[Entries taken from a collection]
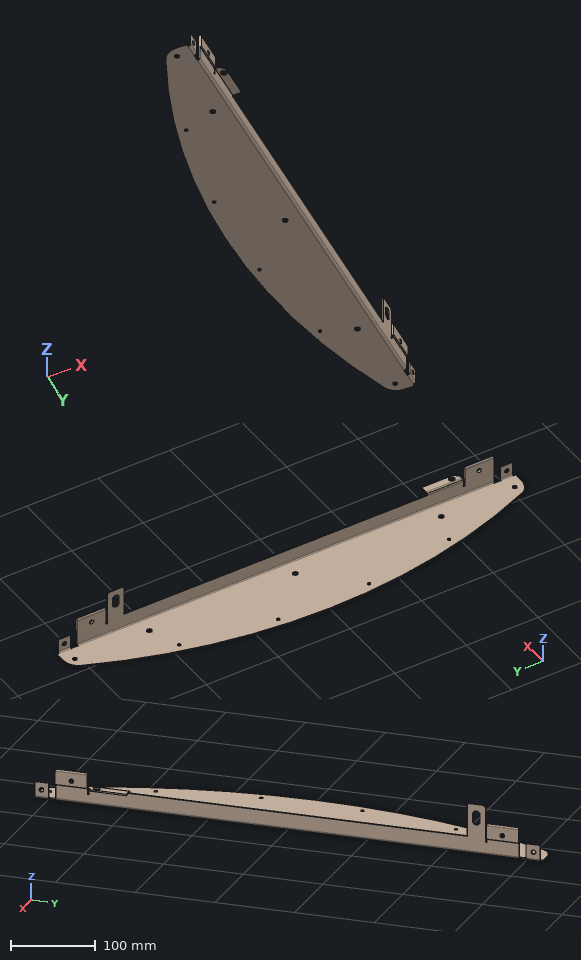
import cadquery as cq

length = 640.5
height = 63.0
depth = 113.0
sheet = 2.0

wall_outer_x = 101.0
wall_inner_x = wall_outer_x - sheet
bow_radius = 768.5
corner_radius = 22.0
bend_outer_radius = 3.0
bend_inner_radius = bend_outer_radius - sheet
bend_start_x = wall_outer_x - bend_outer_radius

wall_height = 21.0
block_height = 40.5
block_inner_y = 250.5
block_outer_y = 291.0
lug_inner_y = 300.0
lug_outer_y = 317.0
relief_width = 2.0
hook_relief_bottom = 16.5
flange_relief_bottom = 13.5
hook_inner_y = 225.5
hook_outer_y = block_inner_y - relief_width
hook_corner_radius = 3.0
hem_height = 19.0

flange_inner_y = 198.0
flange_outer_y = hook_outer_y
flange_top = 24.5
flange_corner = 6.5

small_hole = 4.0
wall_hole = 5.4
rear_hole = 6.5
end_hole = 5.4
end_hole_position = (79.0, 307.0)
rear_hole_x = 77.5
rear_hole_y = 203.5
front_holes = [(36.0, 188.0), (15.0, 63.5)]
block_hole = (270.0, 28.0)
lug_hole = (308.5, 11.5)
hook_slot_y = 237.0
hook_slot_z = 45.5
hook_slot_length = 17.0
hook_slot_width = 9.0
flange_hole = 8.0
flange_hole_position = (107.5, -237.0)


def box(x_range, y_range, z_range):
    """Box given by its low and high limits along each axis."""
    sizes = [high - low for low, high in (x_range, y_range, z_range)]
    corner = (x_range[0], y_range[0], z_range[0])
    return cq.Workplane("XY").box(*sizes, centered=False).translate(corner)


def drill_down(points, diameter):
    """Vertical cutters through the full height."""
    return cq.Workplane("XY").pushPoints(points).circle(diameter / 2).extrude(height)


def drill_across(points, diameter):
    """Cutters along X through the upright wall; points are (y, z)."""
    return cq.Workplane("YZ").pushPoints(points).circle(diameter / 2).extrude(depth)


def base_plate():
    """Sheet bounded by the bow arc and the straight line where the bend starts."""
    disc = cq.Workplane("XY").center(bow_radius, 0).circle(bow_radius).extrude(sheet)
    strip = box((0, bend_start_x), (-length / 2, length / 2), (0, sheet))
    plate = disc.intersect(strip)
    return plate.edges("|Z and (not >X)").fillet(corner_radius)


def upright(y_start, y_end, top):
    """Wall section standing on the plate through a rounded bend."""
    profile = (
        cq.Workplane("XZ", origin=(0, y_end, 0))
        .moveTo(bend_start_x, 0)
        .radiusArc((wall_outer_x, bend_outer_radius), -bend_outer_radius)
        .lineTo(wall_outer_x, top)
        .lineTo(wall_inner_x, top)
        .lineTo(wall_inner_x, bend_outer_radius)
        .radiusArc((bend_start_x, sheet), bend_inner_radius)
        .close()
    )
    return profile.extrude(y_end - y_start)


def hem(y_start, y_end):
    """Rounded fold and folded-back layer lying against the rear of a block."""
    fold_z = block_height - sheet
    profile = (
        cq.Workplane("XZ", origin=(0, y_end, 0))
        .moveTo(wall_inner_x, fold_z)
        .threePointArc((wall_outer_x, block_height), (wall_outer_x + sheet, fold_z))
        .lineTo(wall_outer_x + sheet, block_height - hem_height)
        .lineTo(wall_outer_x, block_height - hem_height)
        .lineTo(wall_outer_x, fold_z)
        .close()
    )
    return profile.extrude(y_end - y_start)


def hook():
    """Tall hanging tab with rounded top corners."""
    tab = upright(hook_inner_y, hook_outer_y, height)
    return tab.edges("|X and >Z").fillet(hook_corner_radius)


def flange():
    """Shelf folded outward from the top of the wall."""
    shelf = box(
        (wall_inner_x, depth),
        (-flange_outer_y, -flange_inner_y),
        (flange_top - sheet, flange_top),
    )
    shelf = shelf.edges("|Z and >X and <Y").chamfer(flange_corner)
    riser = upright(-flange_outer_y, -flange_inner_y, flange_top)
    return riser.union(shelf).edges("|Y").edges(">Z").edges("<X").fillet(bend_outer_radius)


result = base_plate().union(upright(-block_outer_y, block_outer_y, wall_height))
for low, high in ((block_inner_y, block_outer_y), (-block_outer_y, -block_inner_y)):
    result = result.union(upright(low, high, block_height - sheet)).union(hem(low, high))
for low, high in ((lug_inner_y, lug_outer_y), (-lug_outer_y, -lug_inner_y)):
    result = result.union(upright(low, high, wall_height))
result = result.union(hook()).union(flange())

wall_span = (bend_start_x, depth)
result = result.cut(box(wall_span, (hook_outer_y, block_inner_y), (hook_relief_bottom, height)))
result = result.cut(box(wall_span, (-block_inner_y, -flange_outer_y), (flange_relief_bottom, height)))

for side in (1, -1):
    result = result.cut(drill_down([(x, side * y) for x, y in front_holes], small_hole))
    result = result.cut(drill_down([(end_hole_position[0], side * end_hole_position[1])], end_hole))
    wall_holes = [(side * y, z) for y, z in (block_hole, lug_hole)]
    result = result.cut(drill_across(wall_holes, wall_hole))
rear_holes = [(rear_hole_x, y) for y in (-rear_hole_y, 0, rear_hole_y)]
result = result.cut(drill_down(rear_holes, rear_hole))

slot = cq.Workplane("YZ").center(hook_slot_y, hook_slot_z)
result = result.cut(slot.slot2D(hook_slot_length, hook_slot_width, 90).extrude(depth))
result = result.cut(drill_down([flange_hole_position], flange_hole))

# [TASK TO COMPLETE]
If a line falls between the first line of the records above and the line containing "flange_hole = 8.0", inclusive, retype it exactly; leave pictures out.

# [YOUR SOLUTION]
import cadquery as cq

length = 640.5
height = 63.0
depth = 113.0
sheet = 2.0

wall_outer_x = 101.0
wall_inner_x = wall_outer_x - sheet
bow_radius = 768.5
corner_radius = 22.0
bend_outer_radius = 3.0
bend_inner_radius = bend_outer_radius - sheet
bend_start_x = wall_outer_x - bend_outer_radius

wall_height = 21.0
block_height = 40.5
block_inner_y = 250.5
block_outer_y = 291.0
lug_inner_y = 300.0
lug_outer_y = 317.0
relief_width = 2.0
hook_relief_bottom = 16.5
flange_relief_bottom = 13.5
hook_inner_y = 225.5
hook_outer_y = block_inner_y - relief_width
hook_corner_radius = 3.0
hem_height = 19.0

flange_inner_y = 198.0
flange_outer_y = hook_outer_y
flange_top = 24.5
flange_corner = 6.5

small_hole = 4.0
wall_hole = 5.4
rear_hole = 6.5
end_hole = 5.4
end_hole_position = (79.0, 307.0)
rear_hole_x = 77.5
rear_hole_y = 203.5
front_holes = [(36.0, 188.0), (15.0, 63.5)]
block_hole = (270.0, 28.0)
lug_hole = (308.5, 11.5)
hook_slot_y = 237.0
hook_slot_z = 45.5
hook_slot_length = 17.0
hook_slot_width = 9.0
flange_hole = 8.0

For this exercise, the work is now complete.